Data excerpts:
----------------------------------------

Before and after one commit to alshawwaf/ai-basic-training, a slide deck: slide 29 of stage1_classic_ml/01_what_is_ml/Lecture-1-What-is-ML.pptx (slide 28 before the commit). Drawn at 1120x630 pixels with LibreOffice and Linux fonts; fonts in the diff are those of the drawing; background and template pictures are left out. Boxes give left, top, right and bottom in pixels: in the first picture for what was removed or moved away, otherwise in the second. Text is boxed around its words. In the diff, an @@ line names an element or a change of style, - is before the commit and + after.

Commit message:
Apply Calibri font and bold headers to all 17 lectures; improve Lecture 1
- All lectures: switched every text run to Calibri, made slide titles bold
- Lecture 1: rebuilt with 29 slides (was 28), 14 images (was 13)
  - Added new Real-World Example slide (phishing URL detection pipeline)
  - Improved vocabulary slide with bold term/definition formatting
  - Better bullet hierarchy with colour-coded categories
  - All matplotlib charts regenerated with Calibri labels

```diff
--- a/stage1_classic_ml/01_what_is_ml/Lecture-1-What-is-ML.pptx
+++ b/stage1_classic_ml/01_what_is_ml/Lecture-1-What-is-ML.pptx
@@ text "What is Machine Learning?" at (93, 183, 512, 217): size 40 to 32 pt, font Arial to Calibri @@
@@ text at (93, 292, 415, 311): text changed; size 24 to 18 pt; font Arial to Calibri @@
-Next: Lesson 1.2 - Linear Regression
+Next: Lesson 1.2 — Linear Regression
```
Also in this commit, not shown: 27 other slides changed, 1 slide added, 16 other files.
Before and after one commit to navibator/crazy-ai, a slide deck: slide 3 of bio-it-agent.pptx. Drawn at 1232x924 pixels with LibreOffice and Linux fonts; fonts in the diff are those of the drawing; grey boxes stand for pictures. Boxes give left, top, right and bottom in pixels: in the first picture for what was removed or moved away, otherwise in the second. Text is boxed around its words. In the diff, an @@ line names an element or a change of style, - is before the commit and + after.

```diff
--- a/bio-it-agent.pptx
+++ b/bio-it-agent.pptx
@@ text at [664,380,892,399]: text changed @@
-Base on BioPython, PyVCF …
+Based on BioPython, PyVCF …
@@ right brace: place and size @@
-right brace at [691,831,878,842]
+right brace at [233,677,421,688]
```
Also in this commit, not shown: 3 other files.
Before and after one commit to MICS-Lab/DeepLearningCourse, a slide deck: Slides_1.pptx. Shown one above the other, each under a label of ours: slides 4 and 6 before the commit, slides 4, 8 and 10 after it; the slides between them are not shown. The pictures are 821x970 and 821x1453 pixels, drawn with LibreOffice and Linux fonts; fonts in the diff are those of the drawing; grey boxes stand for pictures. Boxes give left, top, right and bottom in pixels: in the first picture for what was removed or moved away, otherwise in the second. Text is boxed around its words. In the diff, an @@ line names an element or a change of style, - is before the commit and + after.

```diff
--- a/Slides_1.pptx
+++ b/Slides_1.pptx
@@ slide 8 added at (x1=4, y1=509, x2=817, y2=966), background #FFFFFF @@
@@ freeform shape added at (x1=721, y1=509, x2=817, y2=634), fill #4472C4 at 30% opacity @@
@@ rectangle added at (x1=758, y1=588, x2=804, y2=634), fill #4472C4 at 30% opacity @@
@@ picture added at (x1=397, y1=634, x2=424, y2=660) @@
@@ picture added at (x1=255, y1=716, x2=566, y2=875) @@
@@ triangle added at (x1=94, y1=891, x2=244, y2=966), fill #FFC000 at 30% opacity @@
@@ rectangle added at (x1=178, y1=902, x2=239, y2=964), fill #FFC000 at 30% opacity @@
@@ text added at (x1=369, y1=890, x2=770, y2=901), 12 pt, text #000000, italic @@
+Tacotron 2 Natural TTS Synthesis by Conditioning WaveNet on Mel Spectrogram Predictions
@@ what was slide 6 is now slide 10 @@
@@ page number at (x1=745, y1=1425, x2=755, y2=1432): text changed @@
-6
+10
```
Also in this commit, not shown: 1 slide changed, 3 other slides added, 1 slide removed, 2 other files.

----------------------------------------

Every record must appear in the answer exactly as it appears above.

Before and after one commit to alshawwaf/ai-basic-training, a slide deck: slide 29 of stage1_classic_ml/01_what_is_ml/Lecture-1-What-is-ML.pptx (slide 28 before the commit). Drawn at 1120x630 pixels with LibreOffice and Linux fonts; fonts in the diff are those of the drawing; background and template pictures are left out. Boxes give left, top, right and bottom in pixels: in the first picture for what was removed or moved away, otherwise in the second. Text is boxed around its words. In the diff, an @@ line names an element or a change of style, - is before the commit and + after.

Commit message:
Apply Calibri font and bold headers to all 17 lectures; improve Lecture 1
- All lectures: switched every text run to Calibri, made slide titles bold
- Lecture 1: rebuilt with 29 slides (was 28), 14 images (was 13)
  - Added new Real-World Example slide (phishing URL detection pipeline)
  - Improved vocabulary slide with bold term/definition formatting
  - Better bullet hierarchy with colour-coded categories
  - All matplotlib charts regenerated with Calibri labels

```diff
--- a/stage1_classic_ml/01_what_is_ml/Lecture-1-What-is-ML.pptx
+++ b/stage1_classic_ml/01_what_is_ml/Lecture-1-What-is-ML.pptx
@@ text "What is Machine Learning?" at (93, 183, 512, 217): size 40 to 32 pt, font Arial to Calibri @@
@@ text at (93, 292, 415, 311): text changed; size 24 to 18 pt; font Arial to Calibri @@
-Next: Lesson 1.2 - Linear Regression
+Next: Lesson 1.2 — Linear Regression
```
Also in this commit, not shown: 27 other slides changed, 1 slide added, 16 other files.
Before and after one commit to navibator/crazy-ai, a slide deck: slide 3 of bio-it-agent.pptx. Drawn at 1232x924 pixels with LibreOffice and Linux fonts; fonts in the diff are those of the drawing; grey boxes stand for pictures. Boxes give left, top, right and bottom in pixels: in the first picture for what was removed or moved away, otherwise in the second. Text is boxed around its words. In the diff, an @@ line names an element or a change of style, - is before the commit and + after.

```diff
--- a/bio-it-agent.pptx
+++ b/bio-it-agent.pptx
@@ text at [664,380,892,399]: text changed @@
-Base on BioPython, PyVCF …
+Based on BioPython, PyVCF …
@@ right brace: place and size @@
-right brace at [691,831,878,842]
+right brace at [233,677,421,688]
```
Also in this commit, not shown: 3 other files.
Before and after one commit to MICS-Lab/DeepLearningCourse, a slide deck: Slides_1.pptx. Shown one above the other, each under a label of ours: slides 4 and 6 before the commit, slides 4, 8 and 10 after it; the slides between them are not shown. The pictures are 821x970 and 821x1453 pixels, drawn with LibreOffice and Linux fonts; fonts in the diff are those of the drawing; grey boxes stand for pictures. Boxes give left, top, right and bottom in pixels: in the first picture for what was removed or moved away, otherwise in the second. Text is boxed around its words. In the diff, an @@ line names an element or a change of style, - is before the commit and + after.

```diff
--- a/Slides_1.pptx
+++ b/Slides_1.pptx
@@ slide 8 added at (x1=4, y1=509, x2=817, y2=966), background #FFFFFF @@
@@ freeform shape added at (x1=721, y1=509, x2=817, y2=634), fill #4472C4 at 30% opacity @@
@@ rectangle added at (x1=758, y1=588, x2=804, y2=634), fill #4472C4 at 30% opacity @@
@@ picture added at (x1=397, y1=634, x2=424, y2=660) @@
@@ picture added at (x1=255, y1=716, x2=566, y2=875) @@
@@ triangle added at (x1=94, y1=891, x2=244, y2=966), fill #FFC000 at 30% opacity @@
@@ rectangle added at (x1=178, y1=902, x2=239, y2=964), fill #FFC000 at 30% opacity @@
@@ text added at (x1=369, y1=890, x2=770, y2=901), 12 pt, text #000000, italic @@
+Tacotron 2 Natural TTS Synthesis by Conditioning WaveNet on Mel Spectrogram Predictions
@@ what was slide 6 is now slide 10 @@
@@ page number at (x1=745, y1=1425, x2=755, y2=1432): text changed @@
-6
+10
```
Also in this commit, not shown: 1 slide changed, 3 other slides added, 1 slide removed, 2 other files.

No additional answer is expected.